Los secuestros son un gran negocio en Bagdad

Publicado el Por Suadad Al-Salhy (author), Arabia Watch (author)

Lugar(es): Bagdad, Irak

Manifestantes sostienen pancartas con la fotografías de la periodista iraquí Afrah Shawqui, durante una manifestación para pedir su liberación, el 30 de diciembre de 2016 en Bagdad (fotografía: AFP)
Manifestantes sostienen pancartas con la fotografías de la periodista iraquí Afrah Shawqui, durante una manifestación para pedir su liberación, el 30 de diciembre de 2016 en Bagdad (fotografía: AFP)

 

Mientras gran parte de Irak estaba celebrando el final de 2016, Nibras, la hermana menor de la secuestrada periodista independiente iraquí Afrah Shawqui, estaba esperando desesperadamente cualquier noticia sobre su destino.
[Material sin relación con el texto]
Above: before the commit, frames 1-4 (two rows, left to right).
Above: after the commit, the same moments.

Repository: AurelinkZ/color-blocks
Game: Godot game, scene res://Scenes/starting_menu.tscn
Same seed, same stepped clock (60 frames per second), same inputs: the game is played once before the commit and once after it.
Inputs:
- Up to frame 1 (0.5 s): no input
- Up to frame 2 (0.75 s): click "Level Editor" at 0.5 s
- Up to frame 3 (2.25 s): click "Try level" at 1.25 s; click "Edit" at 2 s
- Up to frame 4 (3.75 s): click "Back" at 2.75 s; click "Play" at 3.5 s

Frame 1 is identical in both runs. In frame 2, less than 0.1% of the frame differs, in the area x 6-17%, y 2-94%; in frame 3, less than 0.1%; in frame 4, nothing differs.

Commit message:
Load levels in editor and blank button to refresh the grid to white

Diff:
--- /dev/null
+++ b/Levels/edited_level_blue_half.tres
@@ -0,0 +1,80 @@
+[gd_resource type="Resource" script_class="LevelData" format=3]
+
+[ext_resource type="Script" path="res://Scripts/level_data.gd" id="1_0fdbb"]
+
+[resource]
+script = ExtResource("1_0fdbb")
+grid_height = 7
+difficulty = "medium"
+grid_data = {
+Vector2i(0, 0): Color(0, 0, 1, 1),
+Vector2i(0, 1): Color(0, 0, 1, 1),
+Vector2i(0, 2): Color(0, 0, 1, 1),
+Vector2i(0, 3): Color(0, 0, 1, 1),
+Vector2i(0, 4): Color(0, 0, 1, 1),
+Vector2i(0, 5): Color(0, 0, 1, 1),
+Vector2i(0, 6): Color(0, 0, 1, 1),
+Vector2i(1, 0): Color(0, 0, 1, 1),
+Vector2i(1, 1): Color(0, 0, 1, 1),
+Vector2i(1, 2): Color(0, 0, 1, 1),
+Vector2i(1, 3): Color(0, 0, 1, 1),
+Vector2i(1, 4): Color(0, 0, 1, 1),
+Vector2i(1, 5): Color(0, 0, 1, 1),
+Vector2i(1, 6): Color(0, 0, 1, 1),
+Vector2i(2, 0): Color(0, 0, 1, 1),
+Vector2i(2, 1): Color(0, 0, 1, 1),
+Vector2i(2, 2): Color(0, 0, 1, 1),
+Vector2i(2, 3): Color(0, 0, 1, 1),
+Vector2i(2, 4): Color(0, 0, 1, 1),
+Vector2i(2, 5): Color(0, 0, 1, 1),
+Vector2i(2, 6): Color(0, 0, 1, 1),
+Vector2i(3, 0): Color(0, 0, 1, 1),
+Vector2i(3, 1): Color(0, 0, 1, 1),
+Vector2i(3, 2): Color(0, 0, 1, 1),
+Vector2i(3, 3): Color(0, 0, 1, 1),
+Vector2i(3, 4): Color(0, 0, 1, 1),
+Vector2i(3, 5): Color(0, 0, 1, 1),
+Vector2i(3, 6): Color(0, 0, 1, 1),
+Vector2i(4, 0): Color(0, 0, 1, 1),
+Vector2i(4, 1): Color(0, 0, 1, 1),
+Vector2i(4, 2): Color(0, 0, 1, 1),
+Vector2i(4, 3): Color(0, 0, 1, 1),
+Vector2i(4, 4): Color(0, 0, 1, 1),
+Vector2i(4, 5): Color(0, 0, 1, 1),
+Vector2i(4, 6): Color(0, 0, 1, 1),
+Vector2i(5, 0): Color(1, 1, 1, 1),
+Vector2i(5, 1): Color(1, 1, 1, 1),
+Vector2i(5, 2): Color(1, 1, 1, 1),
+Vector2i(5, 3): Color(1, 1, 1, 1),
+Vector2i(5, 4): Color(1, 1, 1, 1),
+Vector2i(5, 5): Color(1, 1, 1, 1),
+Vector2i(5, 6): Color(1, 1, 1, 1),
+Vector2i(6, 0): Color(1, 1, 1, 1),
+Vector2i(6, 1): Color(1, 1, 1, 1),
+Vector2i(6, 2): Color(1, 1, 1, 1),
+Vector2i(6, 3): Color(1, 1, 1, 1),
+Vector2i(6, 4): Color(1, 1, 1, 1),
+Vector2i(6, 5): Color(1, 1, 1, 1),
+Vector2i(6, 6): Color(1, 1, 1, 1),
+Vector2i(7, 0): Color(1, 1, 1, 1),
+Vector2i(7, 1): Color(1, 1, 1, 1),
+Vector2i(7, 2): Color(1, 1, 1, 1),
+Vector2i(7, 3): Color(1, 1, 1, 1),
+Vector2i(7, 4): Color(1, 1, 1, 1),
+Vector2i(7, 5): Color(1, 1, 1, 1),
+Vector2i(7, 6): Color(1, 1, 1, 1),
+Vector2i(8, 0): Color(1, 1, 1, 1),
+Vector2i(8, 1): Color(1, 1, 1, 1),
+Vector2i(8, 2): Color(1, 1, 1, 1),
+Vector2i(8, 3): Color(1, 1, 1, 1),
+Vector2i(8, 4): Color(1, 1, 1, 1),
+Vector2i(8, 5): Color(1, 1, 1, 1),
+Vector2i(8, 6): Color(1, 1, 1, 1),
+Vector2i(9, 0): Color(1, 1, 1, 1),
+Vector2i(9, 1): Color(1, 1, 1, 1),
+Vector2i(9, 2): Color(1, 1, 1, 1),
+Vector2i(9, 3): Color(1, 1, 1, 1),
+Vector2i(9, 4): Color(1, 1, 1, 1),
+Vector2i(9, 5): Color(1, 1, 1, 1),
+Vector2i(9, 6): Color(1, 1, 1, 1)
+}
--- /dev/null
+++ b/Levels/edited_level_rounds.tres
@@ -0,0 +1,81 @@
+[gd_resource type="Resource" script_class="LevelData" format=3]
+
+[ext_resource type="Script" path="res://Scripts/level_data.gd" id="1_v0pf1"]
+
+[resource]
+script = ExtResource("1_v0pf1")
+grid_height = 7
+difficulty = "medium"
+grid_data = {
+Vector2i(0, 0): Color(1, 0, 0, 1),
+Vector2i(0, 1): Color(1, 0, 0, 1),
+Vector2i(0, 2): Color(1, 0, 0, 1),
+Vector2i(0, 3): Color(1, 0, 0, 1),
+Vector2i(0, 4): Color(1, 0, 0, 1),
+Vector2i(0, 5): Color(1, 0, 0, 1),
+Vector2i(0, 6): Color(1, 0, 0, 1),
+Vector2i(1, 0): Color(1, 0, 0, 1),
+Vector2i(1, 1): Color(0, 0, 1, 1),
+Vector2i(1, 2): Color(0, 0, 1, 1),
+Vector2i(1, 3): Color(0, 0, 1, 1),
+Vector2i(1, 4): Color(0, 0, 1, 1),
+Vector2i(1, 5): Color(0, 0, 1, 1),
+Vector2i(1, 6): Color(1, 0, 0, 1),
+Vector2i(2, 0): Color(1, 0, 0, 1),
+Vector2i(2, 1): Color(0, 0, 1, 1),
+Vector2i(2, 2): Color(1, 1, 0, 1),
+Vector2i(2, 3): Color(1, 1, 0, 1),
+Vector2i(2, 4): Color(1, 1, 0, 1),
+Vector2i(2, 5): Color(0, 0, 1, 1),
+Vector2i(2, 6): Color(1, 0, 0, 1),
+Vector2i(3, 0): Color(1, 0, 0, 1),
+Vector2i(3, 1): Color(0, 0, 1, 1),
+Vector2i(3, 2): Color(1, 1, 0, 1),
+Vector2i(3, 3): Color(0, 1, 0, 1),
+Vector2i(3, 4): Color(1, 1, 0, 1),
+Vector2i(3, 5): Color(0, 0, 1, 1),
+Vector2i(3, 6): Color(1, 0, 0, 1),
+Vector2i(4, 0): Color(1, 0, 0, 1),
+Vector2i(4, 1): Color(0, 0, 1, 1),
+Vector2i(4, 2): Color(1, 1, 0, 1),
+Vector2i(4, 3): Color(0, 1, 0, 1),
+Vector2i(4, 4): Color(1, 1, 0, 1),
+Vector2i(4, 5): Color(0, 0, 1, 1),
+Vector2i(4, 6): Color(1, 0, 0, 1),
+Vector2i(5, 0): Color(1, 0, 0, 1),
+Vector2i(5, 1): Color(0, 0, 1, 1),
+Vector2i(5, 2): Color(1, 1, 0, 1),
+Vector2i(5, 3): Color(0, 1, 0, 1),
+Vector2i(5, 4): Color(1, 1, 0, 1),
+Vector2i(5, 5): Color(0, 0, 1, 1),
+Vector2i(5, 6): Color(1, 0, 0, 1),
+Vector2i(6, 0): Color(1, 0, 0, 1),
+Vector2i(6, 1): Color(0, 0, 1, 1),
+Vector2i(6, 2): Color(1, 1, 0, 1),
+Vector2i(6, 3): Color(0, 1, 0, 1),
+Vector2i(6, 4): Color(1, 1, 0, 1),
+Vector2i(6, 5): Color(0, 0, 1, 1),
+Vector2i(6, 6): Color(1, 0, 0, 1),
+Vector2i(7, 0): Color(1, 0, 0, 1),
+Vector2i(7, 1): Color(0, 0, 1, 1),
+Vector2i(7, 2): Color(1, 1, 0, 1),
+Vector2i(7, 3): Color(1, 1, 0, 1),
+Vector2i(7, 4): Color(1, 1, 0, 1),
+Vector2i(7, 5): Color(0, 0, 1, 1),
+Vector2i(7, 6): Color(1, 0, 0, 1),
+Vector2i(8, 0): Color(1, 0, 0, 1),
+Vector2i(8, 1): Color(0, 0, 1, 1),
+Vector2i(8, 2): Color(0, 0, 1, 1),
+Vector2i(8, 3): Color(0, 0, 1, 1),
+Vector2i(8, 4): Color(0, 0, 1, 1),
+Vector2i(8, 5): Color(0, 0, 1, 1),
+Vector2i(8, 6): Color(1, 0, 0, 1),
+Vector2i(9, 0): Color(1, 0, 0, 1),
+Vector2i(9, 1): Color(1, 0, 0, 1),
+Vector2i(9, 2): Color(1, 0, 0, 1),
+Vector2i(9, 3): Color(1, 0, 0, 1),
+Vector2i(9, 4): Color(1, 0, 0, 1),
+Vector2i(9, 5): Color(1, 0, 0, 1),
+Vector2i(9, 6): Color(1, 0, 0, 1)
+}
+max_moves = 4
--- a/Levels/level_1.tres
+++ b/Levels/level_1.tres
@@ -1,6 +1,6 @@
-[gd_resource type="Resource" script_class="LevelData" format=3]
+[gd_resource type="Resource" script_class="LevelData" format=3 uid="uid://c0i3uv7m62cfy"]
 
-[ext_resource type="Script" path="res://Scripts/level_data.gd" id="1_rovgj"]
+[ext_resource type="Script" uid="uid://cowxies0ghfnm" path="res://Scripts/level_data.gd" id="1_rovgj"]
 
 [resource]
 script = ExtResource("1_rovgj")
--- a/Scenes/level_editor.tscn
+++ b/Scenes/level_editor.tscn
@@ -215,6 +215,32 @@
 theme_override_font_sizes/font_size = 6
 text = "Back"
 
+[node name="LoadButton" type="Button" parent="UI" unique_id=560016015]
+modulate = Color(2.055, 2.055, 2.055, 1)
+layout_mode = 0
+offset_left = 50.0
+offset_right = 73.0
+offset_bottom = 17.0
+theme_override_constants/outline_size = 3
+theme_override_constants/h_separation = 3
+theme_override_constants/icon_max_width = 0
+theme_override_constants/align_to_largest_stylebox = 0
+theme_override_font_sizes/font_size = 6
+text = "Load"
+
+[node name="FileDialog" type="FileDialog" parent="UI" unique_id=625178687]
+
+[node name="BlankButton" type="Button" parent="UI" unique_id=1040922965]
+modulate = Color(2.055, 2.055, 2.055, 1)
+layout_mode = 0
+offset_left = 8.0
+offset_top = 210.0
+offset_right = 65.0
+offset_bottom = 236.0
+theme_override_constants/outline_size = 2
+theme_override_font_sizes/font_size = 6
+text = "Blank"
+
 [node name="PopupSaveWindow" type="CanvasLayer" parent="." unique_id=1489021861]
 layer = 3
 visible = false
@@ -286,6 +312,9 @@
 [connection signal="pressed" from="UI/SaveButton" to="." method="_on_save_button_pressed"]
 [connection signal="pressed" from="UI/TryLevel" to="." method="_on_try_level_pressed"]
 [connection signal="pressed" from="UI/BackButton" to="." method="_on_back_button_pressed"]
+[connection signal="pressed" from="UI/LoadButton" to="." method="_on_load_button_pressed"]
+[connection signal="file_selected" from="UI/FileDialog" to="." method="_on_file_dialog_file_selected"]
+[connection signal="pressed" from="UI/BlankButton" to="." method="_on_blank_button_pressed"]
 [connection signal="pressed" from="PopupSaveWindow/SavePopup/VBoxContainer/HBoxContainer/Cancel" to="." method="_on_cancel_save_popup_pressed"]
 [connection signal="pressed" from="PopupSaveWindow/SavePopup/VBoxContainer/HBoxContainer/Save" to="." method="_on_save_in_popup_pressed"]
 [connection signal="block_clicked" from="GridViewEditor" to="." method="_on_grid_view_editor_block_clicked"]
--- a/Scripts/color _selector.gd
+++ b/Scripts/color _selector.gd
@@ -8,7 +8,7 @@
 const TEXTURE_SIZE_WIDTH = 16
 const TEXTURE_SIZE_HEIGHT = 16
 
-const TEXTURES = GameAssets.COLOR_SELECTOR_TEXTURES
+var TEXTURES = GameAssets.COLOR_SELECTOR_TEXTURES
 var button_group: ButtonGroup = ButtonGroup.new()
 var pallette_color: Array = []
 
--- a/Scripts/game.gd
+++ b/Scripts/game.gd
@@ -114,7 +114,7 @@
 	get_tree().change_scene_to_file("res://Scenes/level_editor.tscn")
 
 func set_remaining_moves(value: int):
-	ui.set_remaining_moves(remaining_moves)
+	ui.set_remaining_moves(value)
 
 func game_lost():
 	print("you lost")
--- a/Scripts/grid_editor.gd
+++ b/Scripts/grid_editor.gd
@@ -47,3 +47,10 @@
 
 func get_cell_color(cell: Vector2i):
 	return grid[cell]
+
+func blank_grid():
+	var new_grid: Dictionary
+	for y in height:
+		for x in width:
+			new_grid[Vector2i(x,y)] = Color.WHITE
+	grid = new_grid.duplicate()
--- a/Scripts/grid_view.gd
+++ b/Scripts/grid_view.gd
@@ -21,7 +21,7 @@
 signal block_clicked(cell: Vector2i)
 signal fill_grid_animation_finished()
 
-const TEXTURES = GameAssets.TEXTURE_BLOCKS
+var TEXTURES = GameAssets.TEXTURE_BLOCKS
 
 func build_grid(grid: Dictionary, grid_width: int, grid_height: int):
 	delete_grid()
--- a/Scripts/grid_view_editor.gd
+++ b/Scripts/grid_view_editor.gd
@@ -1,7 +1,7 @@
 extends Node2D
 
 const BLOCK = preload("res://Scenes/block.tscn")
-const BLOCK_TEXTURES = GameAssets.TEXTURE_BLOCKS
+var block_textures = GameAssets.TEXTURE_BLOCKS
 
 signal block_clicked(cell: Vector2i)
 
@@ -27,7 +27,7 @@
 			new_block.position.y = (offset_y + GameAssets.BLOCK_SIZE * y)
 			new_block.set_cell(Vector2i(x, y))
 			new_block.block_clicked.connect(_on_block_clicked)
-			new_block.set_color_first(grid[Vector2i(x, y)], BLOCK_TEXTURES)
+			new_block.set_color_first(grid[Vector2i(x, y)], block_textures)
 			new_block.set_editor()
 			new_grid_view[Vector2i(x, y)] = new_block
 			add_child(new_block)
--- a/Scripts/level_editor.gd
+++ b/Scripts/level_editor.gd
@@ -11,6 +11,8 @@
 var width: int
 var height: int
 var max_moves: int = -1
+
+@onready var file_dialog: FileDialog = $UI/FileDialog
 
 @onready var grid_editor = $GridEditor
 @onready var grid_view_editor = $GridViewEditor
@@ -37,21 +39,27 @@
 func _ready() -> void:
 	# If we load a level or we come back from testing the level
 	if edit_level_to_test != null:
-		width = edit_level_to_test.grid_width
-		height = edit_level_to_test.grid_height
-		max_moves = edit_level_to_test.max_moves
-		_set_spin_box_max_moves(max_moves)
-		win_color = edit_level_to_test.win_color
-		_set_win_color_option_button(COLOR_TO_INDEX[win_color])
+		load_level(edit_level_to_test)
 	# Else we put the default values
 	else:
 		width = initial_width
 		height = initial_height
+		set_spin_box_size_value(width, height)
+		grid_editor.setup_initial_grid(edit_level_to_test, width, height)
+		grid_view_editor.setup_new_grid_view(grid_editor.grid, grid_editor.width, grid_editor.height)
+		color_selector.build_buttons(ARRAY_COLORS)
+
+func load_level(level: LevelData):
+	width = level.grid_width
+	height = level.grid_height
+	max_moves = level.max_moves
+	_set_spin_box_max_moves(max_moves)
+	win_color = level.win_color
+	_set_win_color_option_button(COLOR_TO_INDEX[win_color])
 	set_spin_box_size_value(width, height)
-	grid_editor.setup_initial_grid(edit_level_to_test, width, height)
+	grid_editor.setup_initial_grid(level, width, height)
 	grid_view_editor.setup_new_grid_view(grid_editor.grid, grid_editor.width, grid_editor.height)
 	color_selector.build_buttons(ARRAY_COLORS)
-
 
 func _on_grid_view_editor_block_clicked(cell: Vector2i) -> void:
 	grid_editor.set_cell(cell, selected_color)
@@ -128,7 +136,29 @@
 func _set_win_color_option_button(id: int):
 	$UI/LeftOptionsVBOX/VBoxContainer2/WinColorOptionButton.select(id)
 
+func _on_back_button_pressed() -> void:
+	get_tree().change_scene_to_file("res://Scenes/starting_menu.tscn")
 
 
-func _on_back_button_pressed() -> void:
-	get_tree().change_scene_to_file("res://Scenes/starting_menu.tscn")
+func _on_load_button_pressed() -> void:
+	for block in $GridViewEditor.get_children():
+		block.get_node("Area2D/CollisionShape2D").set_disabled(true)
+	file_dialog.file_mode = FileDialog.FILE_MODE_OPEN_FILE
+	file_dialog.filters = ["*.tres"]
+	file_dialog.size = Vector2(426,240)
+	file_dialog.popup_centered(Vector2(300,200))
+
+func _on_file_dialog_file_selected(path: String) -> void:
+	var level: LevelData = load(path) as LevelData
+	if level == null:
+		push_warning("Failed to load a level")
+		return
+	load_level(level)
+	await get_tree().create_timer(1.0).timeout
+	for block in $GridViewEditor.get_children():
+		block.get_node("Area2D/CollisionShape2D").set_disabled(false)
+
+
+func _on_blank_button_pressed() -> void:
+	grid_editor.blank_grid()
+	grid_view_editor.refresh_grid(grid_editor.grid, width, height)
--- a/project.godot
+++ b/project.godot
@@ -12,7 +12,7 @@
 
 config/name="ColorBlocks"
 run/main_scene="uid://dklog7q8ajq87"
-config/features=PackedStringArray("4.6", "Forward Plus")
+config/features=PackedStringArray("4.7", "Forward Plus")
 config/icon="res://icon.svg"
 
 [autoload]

Afrah, madre de dos niños, fue secuestrada en su casa en el sur de Bagdad por entre ocho y quince hombres armados el 26 de diciembre. Los secuestradores obligaron Afrah a ir con ellos después de robar algo de dinero, ordenadores portátiles y teléfonos móviles. Después huyeron con su coche.

Desde entonces, las autoridades de seguridad iraquíes y su familia han podido recabar poca información sobre el secuestro.

"El tiempo se ha detenido desde que aquellos hombres enmascarados obligaron Afrah a salir con ellos. Nuestros corazones han estado en vilo desde entonces, esperando que suene el teléfono, y no sabemos cómo va a terminar esta pesadilla", dijo Nibras.

"Los hijos de Afra, Yossif de 13 años y Younis de 10 años, me han estado preguntando por ella cada pocos minutos. Ellos preguntan si va a volver pronto. No tengo una respuesta para eso", añadió.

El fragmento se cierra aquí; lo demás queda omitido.